▶

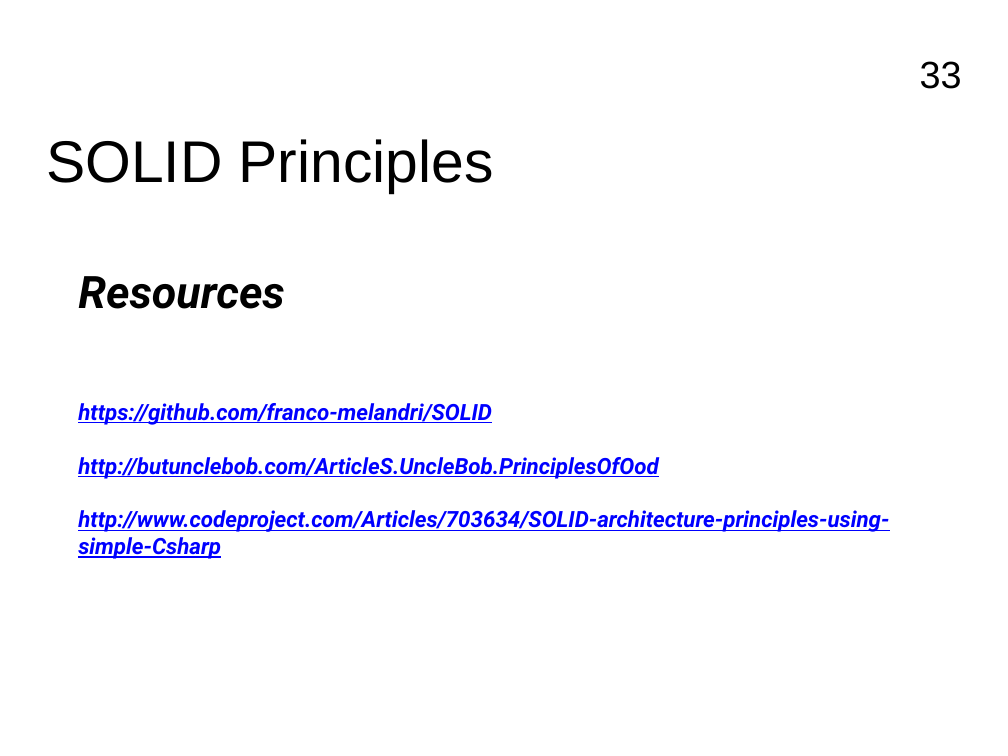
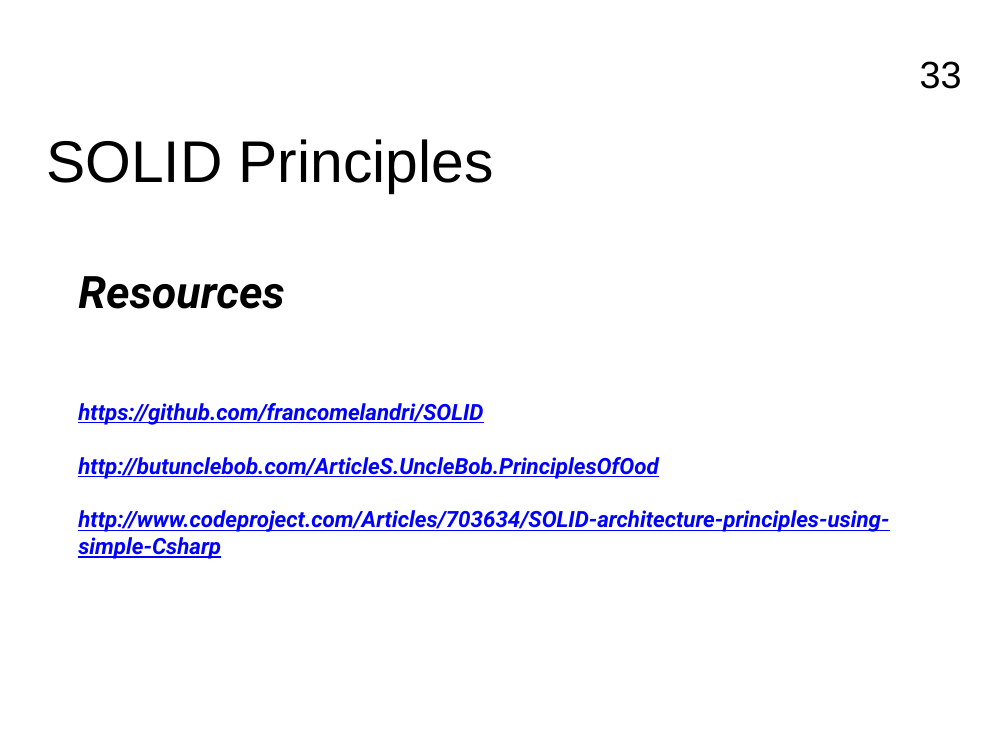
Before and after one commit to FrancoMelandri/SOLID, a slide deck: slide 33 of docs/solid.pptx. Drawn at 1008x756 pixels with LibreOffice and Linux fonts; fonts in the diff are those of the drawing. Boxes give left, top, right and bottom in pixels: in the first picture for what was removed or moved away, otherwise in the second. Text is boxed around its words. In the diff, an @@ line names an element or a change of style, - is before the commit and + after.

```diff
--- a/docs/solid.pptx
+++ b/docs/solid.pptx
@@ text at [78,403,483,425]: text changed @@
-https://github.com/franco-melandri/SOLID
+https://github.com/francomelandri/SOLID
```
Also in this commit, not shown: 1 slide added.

◀
▶

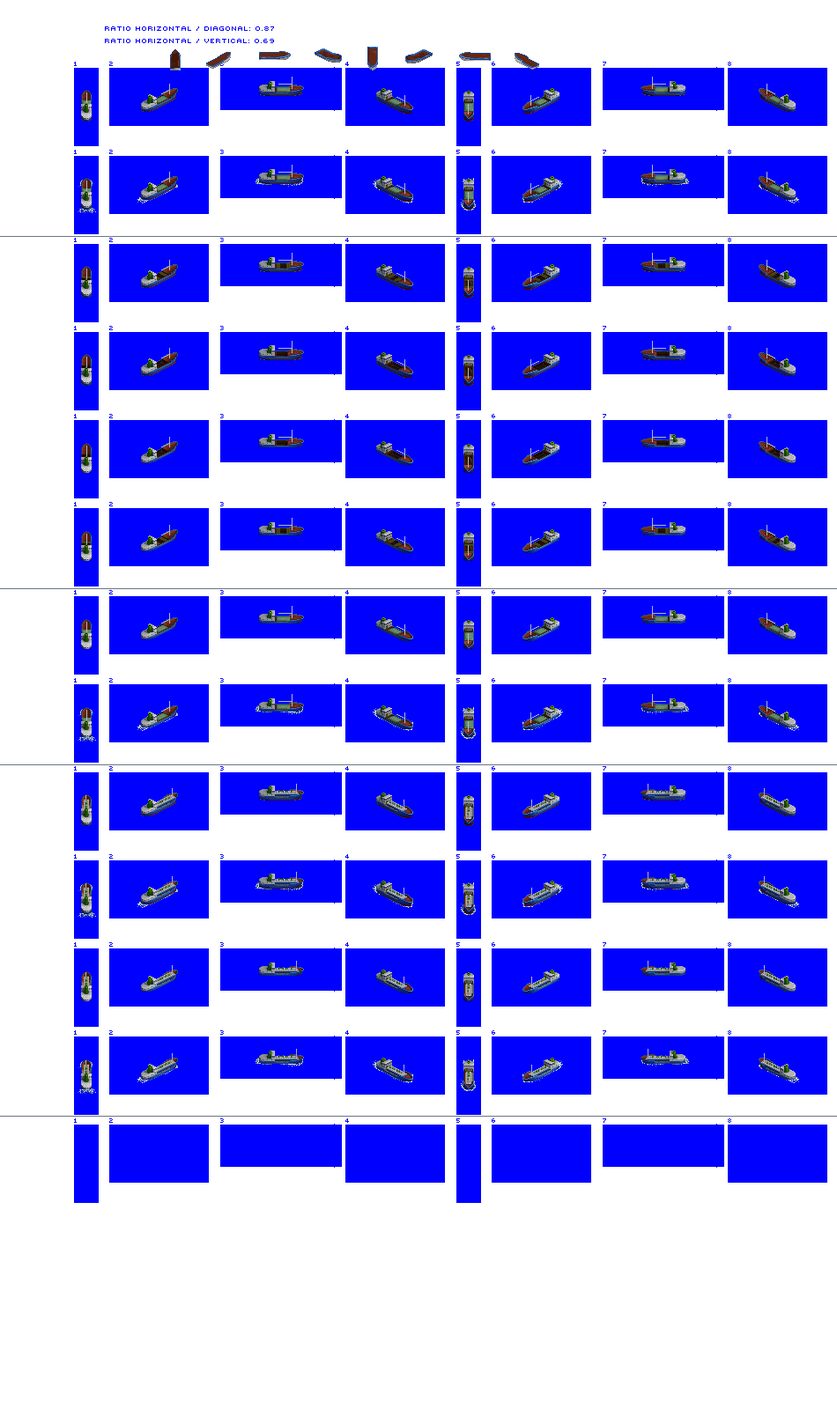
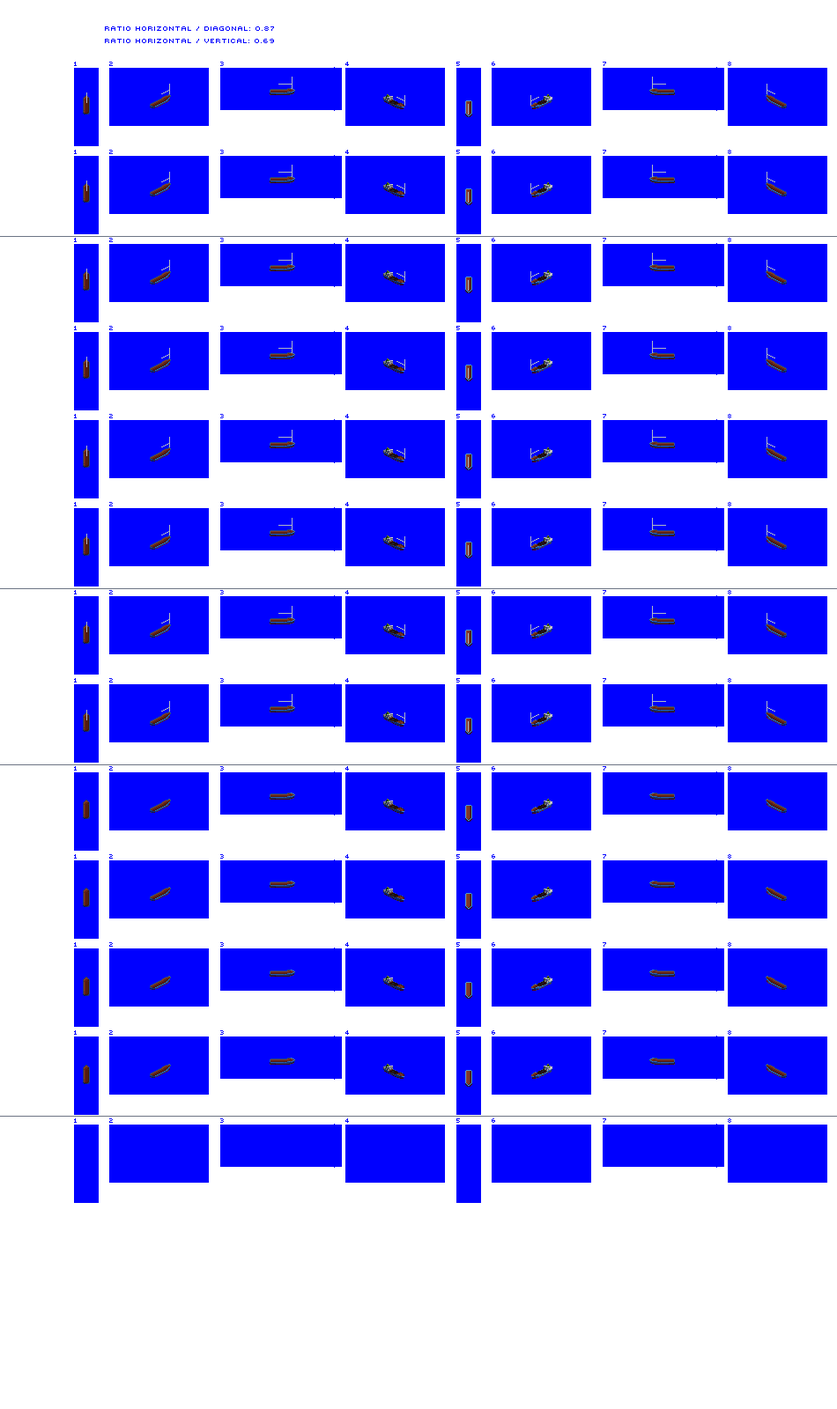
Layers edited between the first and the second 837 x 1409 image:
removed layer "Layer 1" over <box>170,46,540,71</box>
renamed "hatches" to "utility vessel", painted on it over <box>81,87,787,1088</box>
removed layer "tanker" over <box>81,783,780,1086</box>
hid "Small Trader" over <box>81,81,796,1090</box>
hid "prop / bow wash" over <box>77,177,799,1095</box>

◀

What you are asked to do: Go to the line in the material above that contains "Before and after" and copy exactly from there through the line that contains "Also in this", stopping after it.

Solution to this exercise:
Before and after one commit to FrancoMelandri/SOLID, a slide deck: slide 33 of docs/solid.pptx. Drawn at 1008x756 pixels with LibreOffice and Linux fonts; fonts in the diff are those of the drawing. Boxes give left, top, right and bottom in pixels: in the first picture for what was removed or moved away, otherwise in the second. Text is boxed around its words. In the diff, an @@ line names an element or a change of style, - is before the commit and + after.

```diff
--- a/docs/solid.pptx
+++ b/docs/solid.pptx
@@ text at [78,403,483,425]: text changed @@
-https://github.com/franco-melandri/SOLID
+https://github.com/francomelandri/SOLID
```
Also in this commit, not shown: 1 slide added.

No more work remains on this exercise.